Work to complete => Only the lines below starting at the one containing "bottom_round = 0.3" and ending at the one containing "with broad left" belong in the answer, each copied exactly.
***
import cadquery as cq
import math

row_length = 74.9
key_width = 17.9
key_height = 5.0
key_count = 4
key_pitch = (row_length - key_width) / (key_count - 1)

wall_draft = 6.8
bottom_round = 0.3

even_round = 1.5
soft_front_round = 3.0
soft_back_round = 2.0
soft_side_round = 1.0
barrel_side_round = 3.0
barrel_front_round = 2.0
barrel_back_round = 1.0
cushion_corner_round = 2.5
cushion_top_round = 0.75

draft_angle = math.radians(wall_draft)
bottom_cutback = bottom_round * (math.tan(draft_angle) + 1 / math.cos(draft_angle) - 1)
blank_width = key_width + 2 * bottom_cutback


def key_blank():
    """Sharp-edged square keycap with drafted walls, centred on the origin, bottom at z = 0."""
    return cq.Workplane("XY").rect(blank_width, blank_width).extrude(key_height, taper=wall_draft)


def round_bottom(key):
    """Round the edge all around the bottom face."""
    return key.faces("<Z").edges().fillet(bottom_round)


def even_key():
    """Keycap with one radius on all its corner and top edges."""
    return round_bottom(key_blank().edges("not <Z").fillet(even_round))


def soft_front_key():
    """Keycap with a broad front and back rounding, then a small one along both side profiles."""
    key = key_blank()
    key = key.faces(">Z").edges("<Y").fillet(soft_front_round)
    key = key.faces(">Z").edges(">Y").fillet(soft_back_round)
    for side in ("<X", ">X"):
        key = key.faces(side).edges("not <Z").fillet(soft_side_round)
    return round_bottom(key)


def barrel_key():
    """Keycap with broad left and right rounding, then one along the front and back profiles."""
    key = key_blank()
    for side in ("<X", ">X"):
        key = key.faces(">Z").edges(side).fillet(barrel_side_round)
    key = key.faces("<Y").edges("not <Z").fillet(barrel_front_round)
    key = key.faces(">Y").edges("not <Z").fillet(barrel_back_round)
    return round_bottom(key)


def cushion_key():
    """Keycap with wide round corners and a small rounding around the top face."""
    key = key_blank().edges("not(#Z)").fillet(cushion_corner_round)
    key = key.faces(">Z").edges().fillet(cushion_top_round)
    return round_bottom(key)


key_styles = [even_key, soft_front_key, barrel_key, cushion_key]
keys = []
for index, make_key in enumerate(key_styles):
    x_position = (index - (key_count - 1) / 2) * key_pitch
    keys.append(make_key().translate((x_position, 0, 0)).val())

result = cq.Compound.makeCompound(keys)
***
Final answer =>
bottom_round = 0.3

even_round = 1.5
soft_front_round = 3.0
soft_back_round = 2.0
soft_side_round = 1.0
barrel_side_round = 3.0
barrel_front_round = 2.0
barrel_back_round = 1.0
cushion_corner_round = 2.5
cushion_top_round = 0.75

draft_angle = math.radians(wall_draft)
bottom_cutback = bottom_round * (math.tan(draft_angle) + 1 / math.cos(draft_angle) - 1)
blank_width = key_width + 2 * bottom_cutback


def key_blank():
    """Sharp-edged square keycap with drafted walls, centred on the origin, bottom at z = 0."""
    return cq.Workplane("XY").rect(blank_width, blank_width).extrude(key_height, taper=wall_draft)


def round_bottom(key):
    """Round the edge all around the bottom face."""
    return key.faces("<Z").edges().fillet(bottom_round)


def even_key():
    """Keycap with one radius on all its corner and top edges."""
    return round_bottom(key_blank().edges("not <Z").fillet(even_round))


def soft_front_key():
    """Keycap with a broad front and back rounding, then a small one along both side profiles."""
    key = key_blank()
    key = key.faces(">Z").edges("<Y").fillet(soft_front_round)
    key = key.faces(">Z").edges(">Y").fillet(soft_back_round)
    for side in ("<X", ">X"):
        key = key.faces(side).edges("not <Z").fillet(soft_side_round)
    return round_bottom(key)


def barrel_key():
    """Keycap with broad left and right rounding, then one along the front and back profiles."""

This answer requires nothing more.